Samuel Morrow (born 3 March 1985) is a Northern Irish former professional association footballer who played as a striker.

==Playing career==
===Youth===
Morrow, who was raised in Limavady, County Londonderry, started as a youth at Institute.

===Ipswich Town===
Morrow began his professional career at Ipswich Town where he made his debut as an 18-year-old in a League Cup match versus Notts County. He had a short loan spell during the 2003–04 season to Boston United before leaving the club without any league appearances.

===Hibernian===
In the summer of 2004, Tony Mowbray signed Morrow for Hibernian, having known him from his time as the Ipswich assistant manager. Morrow only started five league matches in his first season with Hibs, but proved to be useful as a substitute, scoring goals in wins against Dundee and Dundee United. He also scored in third and fourth round wins during Hibernian's 2005-05 Scottish Cup campaign.

===Livingston (loan)===
Morrow was loaned to Livingston during the 2005–06 season which proved very successful, with goals against Hearts and Dundee Utd. Gary Waddock, then Queens Park Rangers manager along with his assistant Alan McDonald wanted to bring Morrow south of the border and a deal was close to completion when disaster struck with him suffering cruciate ligament damage in April 2006. This was also a major blow to Morrow as he was already named in the full Northern Ireland squad to face Romania and Uruguay that summer.

===Partick Thistle (loan)===
Morrow started a further loan spell, with Partick Thistle, in March 2007 to help aid his comeback from the long-term injury.

===Derry City===
At the end of the 2006–07 season Morrow was given a free transfer by Hibs, and he subsequently signed for Derry City.

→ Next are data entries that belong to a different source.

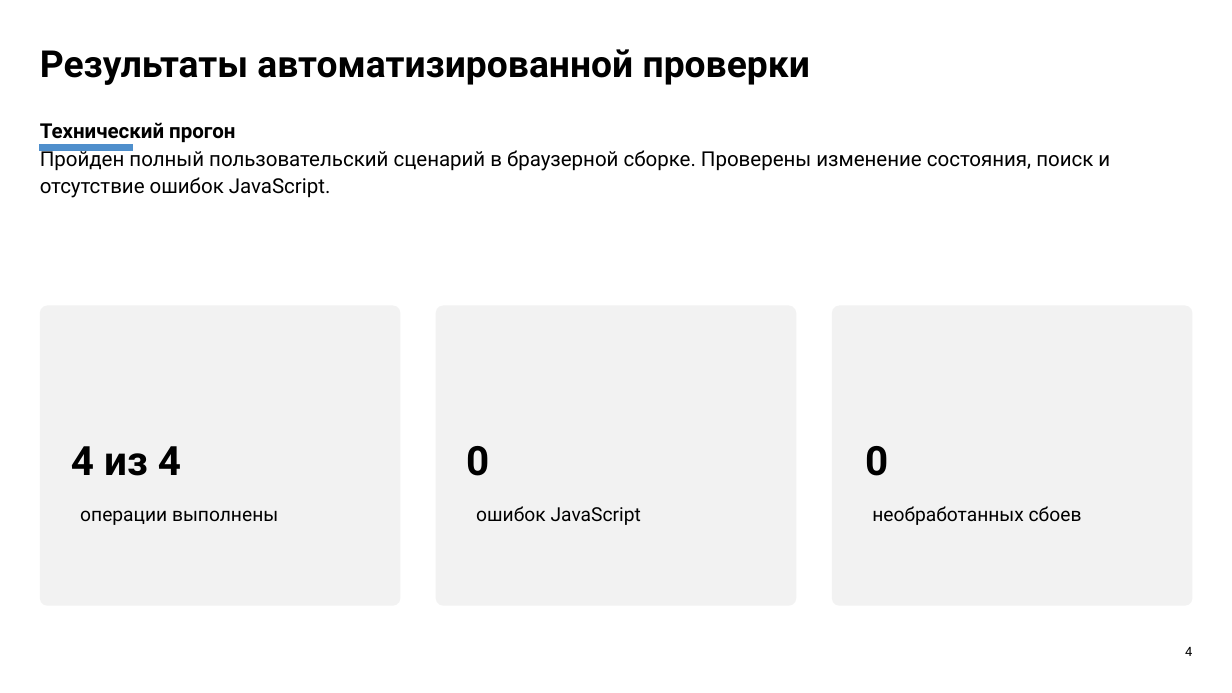
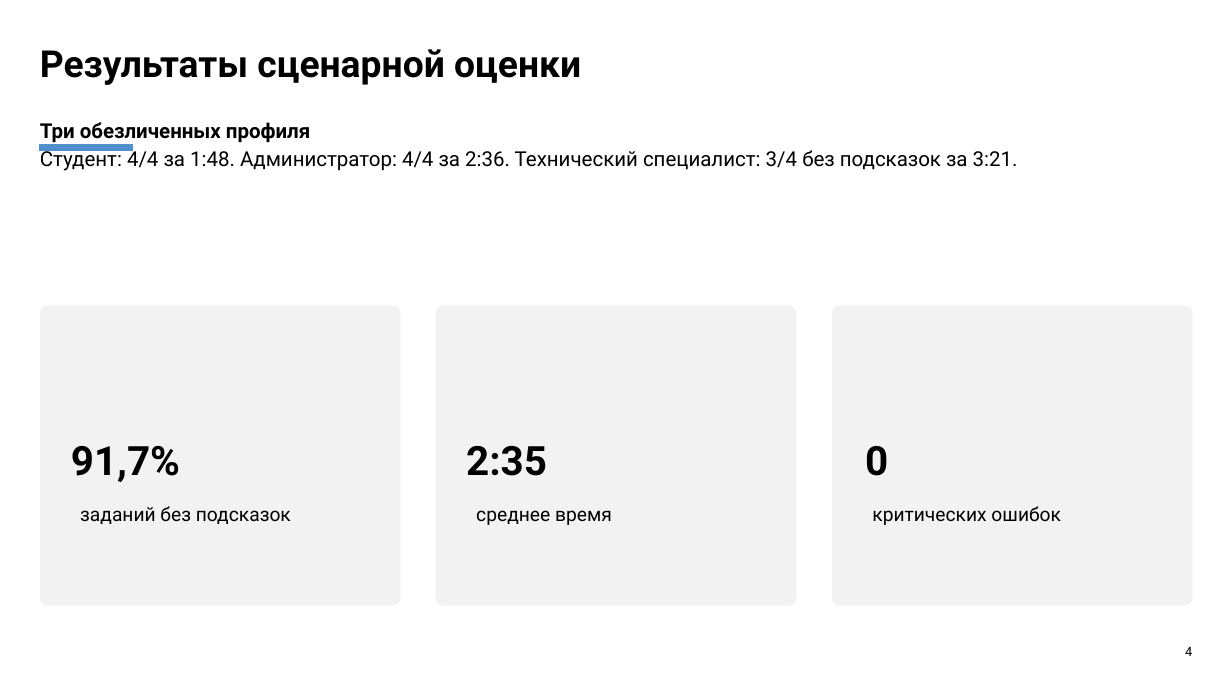
Before and after one commit to lattelix/druzhba-notes-practice, a slide deck: slide 4 of materials/ПП1_Презентация_кейс_5_Дружба_Notes.pptx. Drawn at 1232x693 pixels with LibreOffice and Linux fonts; fonts in the diff are those of the drawing. Boxes give left, top, right and bottom in pixels: in the first picture for what was removed or moved away, otherwise in the second. Text is boxed around its words. In the diff, an @@ line names an element or a change of style, - is before the commit and + after.

```diff
--- a/materials/ПП1_Презентация_кейс_5_Дружба_Notes.pptx
+++ b/materials/ПП1_Презентация_кейс_5_Дружба_Notes.pptx
@@ text at <box>40,49,581,85</box>: text changed @@
-Результаты автоматизированной проверки
+Результаты сценарной оценки
@@ text at <box>40,122,1018,171</box>: text changed @@
-Технический прогон
-Пройден полный пользовательский сценарий в браузерной сборке. Проверены изменение состояния, поиск и отсутствие ошибок JavaScript.
+Три обезличенных профиля
+Студент: 4/4 за 1:48. Администратор: 4/4 за 2:36. Технический специалист: 3/4 без подсказок за 3:21.
@@ text at <box>71,446,180,482</box>: text changed @@
-4 из 4
+91,7%
@@ text at <box>466,446,547,476</box>: text changed @@
-0
+2:35
@@ text at <box>80,506,291,524</box>: text changed @@
-операции выполнены
+заданий без подсказок
@@ text at <box>872,506,1061,525</box>: text changed @@
-необработанных сбоев
+критических ошибок
@@ text at <box>476,510,612,525</box>: text changed @@
-ошибок JavaScript
+среднее время
```
Also in this commit, not shown: 3 other slides changed, 1 slide added, 1 slide removed.

In 2008, he scored a hat-trick in the League of Ireland Cup final, and was named Man of The Match, when Derry beat Wexford 6–1, to win the competition for the 9th time. He also scored both of Derry's goals in the 2008 FAI Cup Final, a game that was subsequently lost on penalties to League of Ireland champions Bohemians. Morrow opted to leave Derry City after the club was relegated for financial irregularities.

===Coleraine===
In January 2010, Morrow was expected to join Dunfermline Athletic, on a six-month deal, but instead signed an 18-month contract with Coleraine.

===Tranmere Rovers===
On 30 August 2010, Morrow signed a one-year contract with English League One club Tranmere Rovers. At the end of the 2010–11 season he was not offered a new contract by the club.

===Ross County===
On 16 June 2011, Morrow signed up with Ross County. This proved to be a successful move for Morrow as he was part of the 1st Division winning team that set a new Scottish record by going 40 league games unbeaten subsequently getting promoted to the SPL. The following season he played a key role for Ross County by securing a top 6 finish in the club's debut season in the top flight. Morrow scored some important goals against St Mirren, St Johnstone and more impressively in the 3–2 win against SPL champions Celtic.

===Linfield===
In May 2014, Morrow signed a one-year deal at Linfield, playing in Northern Ireland's NIFL Premiership. He scored a fantastic solo goal in the Boxing Day Derby win versus fierce rivals Glentoran to level the game on the stroke of half time.

===Return to Coleraine===
Two days after being released by Linfield, he agreed a two-year deal with Coleraine in May 2015, bringing him back to the club for a second spell. However, in December 2016, he agreed the termination of his contract with the club by mutual consent, in search of more regular playing time.

===Institute===
Morrow agreed a January move to Institute just a day later, marking a return to the club where he spent his youth football years and made his debut in a 4-2 Irish Cup win away to Ballyclare on 7 January 2017.
He scored his first goal for the club in a 3–1 home win over Knockbreda in the NIFL Championship on 11 February 2017.

Morrow scored an important equalising goal in the second leg of that season's NIFL Premiership play-off final against Carrick Rangers, this however wasn't enough to stop his side from suffering a 5–2 defeat on aggregate.

He retired from football in May 2017 following the end of his 6-month deal.

==Post-playing career==
Morrow was a scout for Birmingham City before moving to Wigan Athletic to take up a similar role.